Last year, for the very first time, a country (Canada, uniquely in the world) included in its census questions about gender and sex. According to the release, Statistics Canada did so because “prior to the 2021 Census, some individuals indicated that they were not able to see themselves in the two responses of male or female on the existing sex question in the census”.
In short, those individuals no longer wished to be identified anatomically or biologically as they were when they emerged from their mother’s womb as either male or female. Statistics Canada does not appear to have asked why. Why would they? They merely “took a count”.
The “count” revealed that, in May of 2021, among all 30.5 million people in Canada aged 15 or older (those who might naturally have completed the puberty process), 59,460 were transgender and 41,355 were non-binary (not exclusively male or female). Combined, these total 100,815 individuals: the equivalent of one third of one percent (1/3x 1%). That is 0.33% of the population beyond the age of 15.
The flip side of those numbers suggests that 99.67% of the population in Canada has its gender and sex in alignment with that assigned at birth. There are another seven million inhabitants below the age of 15. It is unlikely their numbers would reflect different proportions.
For the sake of comparison (if possible) Statistics Canada references several other “studies” (not Census) conducted in several other Anglo-Saxon societies and Belgium. No where do those surveys reach a level higher than 0.80% (4/5 of one percent), irrespective of how much advocates to the contrary might claim it were so. In any case, in my humble opinion, parents do not love their children less because of any specific attribute.

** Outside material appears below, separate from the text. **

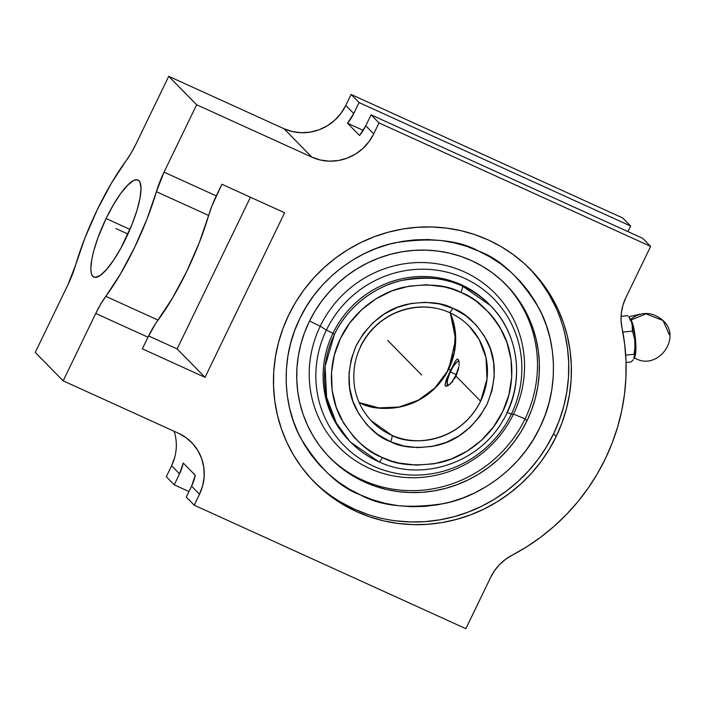 <?xml version="1.0" encoding="UTF-8"?>
<svg xmlns="http://www.w3.org/2000/svg" width="705" height="705" viewBox="0 0 705 705"><rect width="100%" height="100%" fill="white"/><g stroke="black" fill="none" stroke-linecap="round" stroke-linejoin="round"><path stroke-width="1.06" d="M390.517 441.718L389.548 441.286C377.686 436.968 366.741 426.551 356.712 410.037C346.534 391.257 346.411 369.684 356.351 345.3C369.314 322.361 386.358 308.675 407.472 304.243C426.71 301.07 441.788 302.392 452.707 308.208A5.878 1.445 113.6 0 1 449.279 312.491A5.878 1.445 -66.4 0 0 452.707 308.208L465.732 315.664L476.113 324.943L484.423 336.126L490.336 348.79L493.641 362.449L494.196 376.585L491.984 390.667L487.102 404.141L479.726 416.505L470.129 427.292L458.691 436.087L445.842 442.546L432.068 446.441L417.898 447.613L403.868 446.018L390.517 441.718L377.483 434.262L367.102 424.983L358.801 413.8L352.879 401.136L349.583 387.468L349.028 373.333L351.231 359.259L356.122 345.785L363.498 333.421L373.095 322.634L384.533 313.84L397.382 307.371L411.156 303.485L425.326 302.313L439.356 303.908L453.676 308.64C465.538 312.958 476.483 323.375 486.512 339.889C496.69 358.66 496.813 380.242 486.873 404.626C473.91 427.565 456.866 441.251 435.752 445.675C416.514 448.856 401.436 447.534 390.517 441.718A5.878 1.445 -66.4 0 0 391.901 435.311A5.878 1.445 113.6 0 1 390.517 441.718M370.883 420.48L391.901 435.311A68.103 65.697 -44.5 0 1 371.923 421.564A68.103 65.697 -44.5 0 1 370.883 420.48M450.239 312.914L455.254 332.196L454.232 352.341L447.234 371.509L434.906 387.962L418.365 400.167L399.136 407.014L378.973 407.887L359.726 402.74A5.878 1.445 113.9 0 1 359.85 402.819L359.056 402.467A68.103 65.697 135.5 0 0 359.85 402.819A68.103 65.697 135.5 0 0 448.838 368.803L450.486 370.486L446.036 380.374L445.014 385.124L446.935 378.153L455.113 361.594L450.486 370.486L448.838 368.803C426.313 413.324 376.303 412.989 359.85 402.819A5.878 1.445 -66.1 0 0 359.717 402.731L359.048 402.432M490.266 305.406C519.982 334.672 525.207 384.86 502.462 421.299C478.378 463.326 421.59 482 378.893 461.81C368.283 457.06 358.915 450.557 350.79 442.308L378.779 461.731A97.722 94.258 -44.5 0 1 350.79 442.308A97.722 94.258 -44.5 0 1 334.329 334.663C348.323 304.886 377.431 285.463 402.291 280.352C427.856 276.263 447.851 278.14 462.277 285.983A97.722 94.258 -44.5 0 1 490.266 305.406L488.891 304.014A97.722 94.258 135.5 0 0 332.963 333.271L334.329 334.663A97.722 94.258 -44.5 0 1 462.277 285.983A5.878 1.445 114 0 1 460.85 292.372C447.296 285.005 428.508 283.234 404.476 287.076C381.105 291.888 353.751 310.138 340.603 338.136C326.812 365.833 329.834 398.043 341.105 418.62C353.575 439.074 367.138 451.967 381.81 457.298L382.374 457.554A5.878 1.445 114 0 1 378.902 461.819A5.878 1.445 114 0 1 378.779 461.731A5.878 1.445 -66 0 0 378.902 461.819A5.878 1.445 -66 0 0 382.374 457.554C395.928 464.921 414.716 466.684 438.748 462.85C462.119 458.038 489.473 439.788 502.621 411.79C516.413 384.093 513.39 351.883 502.119 331.297C489.649 310.843 476.078 297.951 461.414 292.619L460.85 292.372A5.878 1.445 -66 0 0 462.277 285.983L490.266 305.406A97.722 94.258 -44.5 0 1 506.719 413.042M478.765 251.147C458.699 240.035 430.764 237.259 394.976 242.802C360.149 249.808 319.339 276.942 299.801 318.563C279.303 359.753 283.904 407.525 300.63 437.964C319.127 468.19 339.193 487.234 360.837 495.095L349.363 489.155L338.559 482.105L328.548 474.007L319.4 464.93L311.231 454.972L304.102 444.229L298.092 432.791L293.254 420.788L289.632 408.327L287.261 395.523L286.177 382.498L286.371 369.394L287.851 356.316L290.601 343.406L294.593 330.777L299.801 318.563L306.155 306.869L313.61 295.809L322.079 285.499L331.5 276.034L341.766 267.503L352.782 259.995L364.441 253.562L376.637 248.292L389.257 244.221L402.158 241.392L415.236 239.832L428.358 239.55L441.392 240.564L454.223 242.846L466.719 246.389L478.765 251.147L490.248 257.087L501.043 264.137L511.063 272.236L520.202 281.313L528.38 291.271L535.5 302.013L541.519 313.452L546.357 325.454L549.979 337.915L552.341 350.72L553.434 363.745L553.24 376.849L551.759 389.927L549.01 402.837L545.009 415.465L539.81 427.679L533.456 439.374L526 450.433L517.532 460.744L508.111 470.209L497.845 478.739L486.829 486.247L475.161 492.68L462.965 497.95L450.354 502.022L437.452 504.851L424.375 506.41L411.253 506.692L398.219 505.679L385.388 503.396L372.883 499.854L360.837 495.095C380.911 506.208 408.847 508.984 444.635 503.44C479.462 496.435 520.272 469.301 539.81 427.679C560.308 386.49 555.707 338.717 538.981 308.279C520.484 278.052 500.418 259.008 478.765 251.147M634.579 357.118L635.831 350.87L635.135 336.329L630.931 320.035M630.957 320.008L646.027 313.866L663.017 320.519L646.027 313.866L630.957 320.008M480.599 401.171A68.103 65.697 -44.5 0 1 391.901 435.311C408.389 445.349 458.153 445.542 480.599 401.171L487.023 379.061L485.983 357.523L479.162 339.502L469.133 326.151A68.103 65.697 -44.5 0 1 480.599 401.171L455.959 376.065L480.599 401.171M454.602 378.576L455.959 376.065L454.602 378.576M451.491 382.771L453.077 380.85L451.491 382.771M448.424 385.406L449.905 384.313L448.424 385.406M446.089 386.208L447.129 386.049L445.375 385.899L446.089 386.208L445.014 385.124M447.243 384.049A14.805 3.666 -65.6 0 0 447.314 385.979A14.805 3.666 -65.6 0 1 447.217 385.133L447.146 383.238A12.91 3.19 114.4 0 1 450.839 370.848A12.91 3.19 114.4 0 1 456.734 362.15A12.91 3.19 114.4 0 1 459.025 362M457.413 361.691A14.805 3.666 -65.6 0 1 458.788 360.546A14.805 3.666 -65.6 0 0 458.215 360.96L456.734 362.15M458.752 367.296A12.91 3.19 114.4 0 1 455.606 375.712L456.012 375.95L455.606 375.712L458.867 366.812M350.103 441.603A97.722 94.258 -44.5 0 1 332.963 333.271L326.389 330.116A104.825 101.115 135.5 0 0 373.421 466.128A104.825 101.115 135.5 0 0 511.31 414.188A104.825 101.115 -44.5 0 1 373.421 466.128A104.825 101.115 -44.5 0 1 326.389 330.116L320.237 326.195A109.566 105.68 135.5 0 0 369.394 468.358A109.566 105.68 135.5 0 0 513.513 414.073L525.049 418.902L513.513 414.073A109.566 105.68 -44.5 0 1 369.394 468.358A109.566 105.68 -44.5 0 1 320.237 326.195L309.548 320.995L320.237 326.195A109.566 105.68 -44.5 0 1 464.357 271.91A109.566 105.68 -44.5 0 1 513.513 414.073L511.31 414.188L513.513 414.073A109.566 105.68 135.5 0 0 464.357 271.91A109.566 105.68 135.5 0 0 320.237 326.195L326.389 330.116A104.825 101.115 -44.5 0 1 464.287 278.175A104.825 101.115 -44.5 0 1 511.31 414.188L507.212 412.443L511.31 414.188A104.825 101.115 135.5 0 0 464.287 278.175A104.825 101.115 135.5 0 0 326.389 330.116L332.963 333.271A97.722 94.258 -44.5 0 1 489.578 304.71M525.049 418.902A123.472 119.092 135.5 0 0 505.203 283.877A123.472 119.092 135.5 0 1 525.049 418.902L526.961 420.85A123.472 119.092 -44.5 0 1 329.94 457.827A123.472 119.092 -44.5 0 1 309.142 321.824L314.915 311.213L321.674 301.176L329.367 291.817L337.915 283.234L347.23 275.488L357.232 268.667L367.816 262.842L378.885 258.056L390.323 254.355L402.044 251.791L413.906 250.372L425.811 250.125L437.646 251.033L449.288 253.113L460.629 256.32L471.566 260.647L481.982 266.032L491.782 272.43L500.876 279.788L509.169 288.019L516.589 297.052L523.048 306.807L528.512 317.18L532.901 328.081L536.188 339.387L538.338 351.011L539.325 362.828L539.149 374.725L537.809 386.587L535.307 398.307L531.685 409.764L526.961 420.85L521.189 431.46L514.43 441.497L506.736 450.856L498.197 459.44L488.873 467.186L478.88 474.007L468.296 479.832L457.228 484.617L445.78 488.318L434.068 490.883L422.198 492.301L410.292 492.548L398.457 491.641L386.816 489.561L375.474 486.353L364.538 482.026L354.121 476.642L344.322 470.244L335.236 462.885L326.935 454.654L319.524 445.622L313.055 435.866L307.6 425.494L303.203 414.593L299.916 403.286L297.774 391.663L296.779 379.845L296.955 367.948L298.303 356.087L300.797 344.366L304.428 332.91L309.142 321.824A123.472 119.092 -44.5 0 1 506.172 284.846A123.472 119.092 -44.5 0 1 526.961 420.85L525.049 418.902A123.472 119.092 135.5 0 1 328.988 456.849A123.472 119.092 135.5 0 0 525.049 418.902M556.148 436.589A151.593 146.217 -44.5 0 1 314.245 481.991A151.593 146.217 -44.5 0 1 288.715 315.003L282.925 328.618L278.475 342.683L275.408 357.074L273.751 371.641L273.54 386.252L274.756 400.757L277.391 415.025L281.427 428.913L286.82 442.291L293.518 455.025L301.458 467.001L310.561 478.096L320.749 488.204L331.914 497.228L343.943 505.088L356.73 511.698L370.16 517.003L384.084 520.951L398.378 523.498L412.901 524.617L427.521 524.308L442.097 522.572L456.47 519.418L470.526 514.888L484.115 509.01L497.113 501.845L509.389 493.474L520.828 483.974L531.314 473.425L540.761 461.934L549.063 449.623L556.148 436.589L561.938 422.974L566.397 408.909L569.455 394.518L571.112 379.951L571.323 365.349L570.107 350.843L567.472 336.576L563.436 322.687L558.043 309.31L551.345 296.576L543.405 284.6L534.302 273.505L524.115 263.397L512.958 254.364L500.92 246.503L488.133 239.894L474.712 234.589L460.779 230.641L446.485 228.103L431.962 226.975L417.342 227.283L402.775 229.019L388.393 232.174L374.337 236.713L360.748 242.59L347.75 249.746L335.474 258.118L324.036 267.627L313.549 278.175L304.102 289.658L295.8 301.978L288.715 315.003A151.593 146.217 -44.5 0 1 530.618 269.61A151.593 146.217 -44.5 0 1 556.148 436.589L553.522 433.91L556.148 436.589M312.941 480.643A151.593 146.217 135.5 0 0 553.522 433.91A151.593 146.217 135.5 0 0 529.296 268.279M106.085 218.541L129.984 229.407L106.085 218.541A53.298 13.184 114.4 0 1 138.004 180.057A53.298 13.184 114.4 0 1 125.79 238.616A53.298 13.184 114.4 0 1 93.88 277.1A53.298 13.184 114.4 0 1 106.085 218.541L113.214 205.102L120.581 193.681L127.543 185.274L133.509 180.586L136.673 179.749L139.044 180.788L139.898 182.005L141.053 188.27L140.048 198.008L136.964 210.372L132.073 224.313L121.101 247.746L113.743 259.951L106.57 269.46L100.216 275.452L95.21 277.4L92.84 276.36L91.359 273.487L90.83 268.887L91.835 259.149L93.668 251.13L97.995 237.594L106.085 218.541M75.479 265.45A100.683 24.904 114.4 0 1 97.334 209.614A100.683 24.904 114.4 0 1 126.072 160.802L111.487 183.053L97.334 209.614L84.935 237.982L75.479 265.45A35.25 8.716 114.4 0 1 67.83 284.996L35.25 352.403L63.168 380.841L35.25 352.403L67.83 284.996L75.479 265.45M669.336 334.725L663.017 320.519C683.022 338.559 656.02 372.742 633.689 357.285M633.108 359.92L631.046 361.965L626.058 362.476L631.046 361.965L633.108 359.92M634.35 357.92L634.967 356.457A18.956 3.19 -95.9 0 0 635.346 338.224A18.956 3.19 -95.9 0 0 631.257 320.44L629.019 317.18L632.015 323.198L632.5 331.112L634.756 339.563L635.152 345.441L634.059 354.262L634.606 356.959L633.848 358.915L634.606 356.959L634.059 354.262L625.705 355.117L634.059 354.262L634.985 348.393L634.756 339.563L632.5 331.112L622.841 332.108L632.5 331.112L632.015 323.198L629.019 317.18M621.07 316.386L627.935 315.681L621.07 316.386M347.512 123.225L353.734 113.514L359.039 102.551L630.675 226.058L627.979 231.628L630.675 226.058L622.735 217.968L351.099 94.47L345.802 105.424L353.734 113.514L359.039 102.551L351.099 94.47L359.039 102.551L630.675 226.058L622.735 217.968L351.099 94.47L345.802 105.424L353.734 113.514A46.997 45.331 -44.5 0 1 347.512 123.225L363.242 130.372L347.512 123.225L359.559 135.492L347.512 123.225M642.713 238.325L371.077 114.827L365.78 125.781L359.559 135.492A46.997 45.331 135.5 0 0 365.78 125.781L373.712 133.871A46.997 45.331 -44.5 0 1 311.892 157.153L283.974 128.715L168.715 76.316L196.633 104.754L311.892 157.153L283.974 128.715A46.997 45.331 135.5 0 0 345.802 105.424L341.026 113.285L334.849 120.114L327.499 125.657L319.259 129.702L310.438 132.082L301.387 132.716L292.452 131.579L283.974 128.715L168.715 76.316L136.135 143.714A35.25 8.716 114.4 0 1 126.072 160.802L131.174 153.011L136.135 143.714L168.715 76.316L196.633 104.754L311.892 157.153L320.37 160.026L329.305 161.163L338.356 160.528L347.168 158.14L355.408 154.104L362.767 148.561L368.944 141.723L373.712 133.871L379.017 122.908L371.077 114.827L365.78 125.781L373.712 133.871L379.017 122.908L650.653 246.406L642.713 238.325L371.077 114.827L379.017 122.908L650.653 246.406L625.767 297.898L622.982 305.062L621.405 312.553L621.061 320.149L621.977 327.658A46.997 45.331 -44.5 0 1 625.767 297.898L650.653 246.406L642.713 238.325M174.769 457.21L171.597 465.785L179.528 473.875L174.232 484.828L188.966 491.535L174.232 484.828L179.528 473.875L183.247 463.026L195.294 475.293L191.575 486.142L186.279 497.104L194.21 505.185L186.279 497.104L191.575 486.142A46.997 45.331 135.5 0 0 195.294 475.293L183.247 463.026A46.997 45.331 -44.5 0 1 179.528 473.875L171.597 465.785L166.301 476.747L174.232 484.828L166.301 476.747L171.597 465.785A46.997 45.331 135.5 0 0 174.135 431.293M105.812 296.347L158.052 320.096A100.683 24.904 -65.6 0 0 208.636 215.457L156.395 191.698A100.683 24.904 114.4 0 1 105.812 296.347L120.388 274.104L134.549 247.534L146.948 219.176L156.395 191.698A35.25 8.716 114.4 0 1 164.045 172.152L216.285 195.902A35.25 8.716 -65.6 0 0 208.636 215.457L156.395 191.698L164.045 172.152L196.633 104.754L164.045 172.152L216.285 195.902L221.916 184.252L284.608 212.751L205.04 377.342L142.357 348.843L147.988 337.193L95.748 313.443L100.709 304.137L105.812 296.347L158.052 320.096A35.25 8.716 -65.6 0 0 147.988 337.193L155.505 323.754L172.628 297.854L186.79 271.284L199.18 242.925L211.949 205.834L221.916 184.252L284.608 212.751L205.04 377.342L177.122 348.904L205.04 377.342L142.357 348.843L147.988 337.193L95.748 313.443A35.25 8.716 114.4 0 1 105.812 296.347M621.977 327.658A207.279 199.938 -44.5 0 1 511.909 555.337L505.37 559.462L499.563 564.573L494.646 570.539L490.742 577.201A46.997 45.331 -44.5 0 1 511.909 555.337L526.67 546.833L540.726 537.157L553.98 526.397L566.335 514.606L577.721 501.881L588.049 488.292L597.25 473.936L605.269 458.92L612.037 443.339L617.527 427.3L621.695 410.918L624.498 394.289L625.943 377.536L625.996 360.766L624.674 344.102L621.977 327.658M490.742 577.201L465.855 628.684L194.21 505.185L199.506 494.231L191.575 486.142L199.506 494.231L202.688 485.648L204.15 476.668L203.842 467.644L201.771 458.911L198.026 450.821L192.738 443.665L186.12 437.735L178.427 433.24A46.997 45.331 -44.5 0 1 191.593 442.458A46.997 45.331 -44.5 0 1 199.506 494.231L194.21 505.185L465.855 628.684L490.742 577.201M178.427 433.24L63.168 380.841L95.748 313.443L63.168 380.841L178.427 433.24M148.596 335.933L177.122 348.904L250.451 197.224L177.122 348.904L148.596 335.933M341.317 502.409L354.104 509.028L367.525 514.333M395.752 520.819L410.275 521.947L424.895 521.638L439.462 519.893L453.844 516.747L467.9 512.209L481.489 506.331L494.487 499.175L506.763 490.803L518.201 481.295L528.688 470.746L538.135 459.263L546.437 446.944L553.522 433.91L559.312 420.303L563.762 406.23L566.829 391.848L568.486 377.281L568.697 362.67L567.481 348.164L564.846 333.897M555.417 306.631L548.719 293.897L540.779 281.921L531.676 270.826M332.963 333.271A97.722 94.258 135.5 0 0 349.416 440.916L336.426 423.194L326.626 397.373L325.102 366.459L334.329 334.663L332.963 333.271M459.175 362.396L458.241 361.454L456.549 362.3L453.156 366.6L449.79 373.148L447.578 379.739L447.27 384.154L448.204 385.106L448.97 384.904L452.099 381.731L455.606 375.712A12.91 3.19 114.4 0 1 447.146 383.238M381.81 457.298L390.508 460.709L398.942 463.035L416.391 465.141L434.024 463.802L451.191 459.061L467.23 451.103L481.515 440.228L493.518 426.86L502.762 411.508L508.904 394.756L511.707 377.245L511.054 359.647L506.992 342.639L499.651 326.864L494.848 319.629L489.332 312.932L476.421 301.37L469.151 296.62L461.414 292.619L452.716 289.217L444.273 286.891L426.833 284.785L409.191 286.124L392.024 290.865L375.994 298.823L361.7 309.698L349.706 323.066L340.462 338.418L334.32 355.17L331.517 372.681L332.161 390.279L336.232 407.287L343.564 423.062L353.884 436.994L360.043 443.101L366.803 448.556L374.073 453.306L381.81 457.298M450.275 312.932L455.694 339.44L448.838 368.803A68.103 65.697 135.5 0 0 450.275 312.932M360.449 346.543A68.103 65.697 -44.5 0 1 449.156 312.403A5.878 1.445 -66.4 0 0 449.279 312.491C425.238 301.599 394.262 307.547 374.857 326.917C364.617 337.034 358.017 349.037 355.073 362.934C351.037 385.626 356.651 405.163 371.923 421.564M457.113 373.368L455.959 376.065L457.113 373.368M458.629 368.001L458.003 370.663L458.629 368.001M459.087 363.339L458.981 365.534L459.087 363.339M458.673 360.176L458.973 361.524L458.673 360.176M456.875 359.391L456.047 360.246L457.598 359.083L458.197 359.347M456.047 360.246L455.113 361.594M449.156 312.403A68.103 65.697 -44.5 0 1 469.133 326.151C463.405 320.334 456.787 315.778 449.27 312.482M387.68 340.392L421.608 374.963M418.849 372.152L398.096 351.002M449.799 371.72L456.126 374.602M397.144 350.032L419.801 373.121M127.94 234.034L115.937 228.579M640.131 314.192L628.728 316.757M629.838 319.894C641.065 311.134 652.116 311.337 663.017 320.519"/></g></svg>

Woke policy wonks and administrators who concentrate our resources and energies in “transformative agendas” by advocating for surveys in school boards to be filled in the absence of parental guidance should keep the above in mind. Statistics Canada has already given them all the data they need.
There is only one message: get on with teaching skills and civic responsibility. Leave sex and gender to those who assigned it to their children.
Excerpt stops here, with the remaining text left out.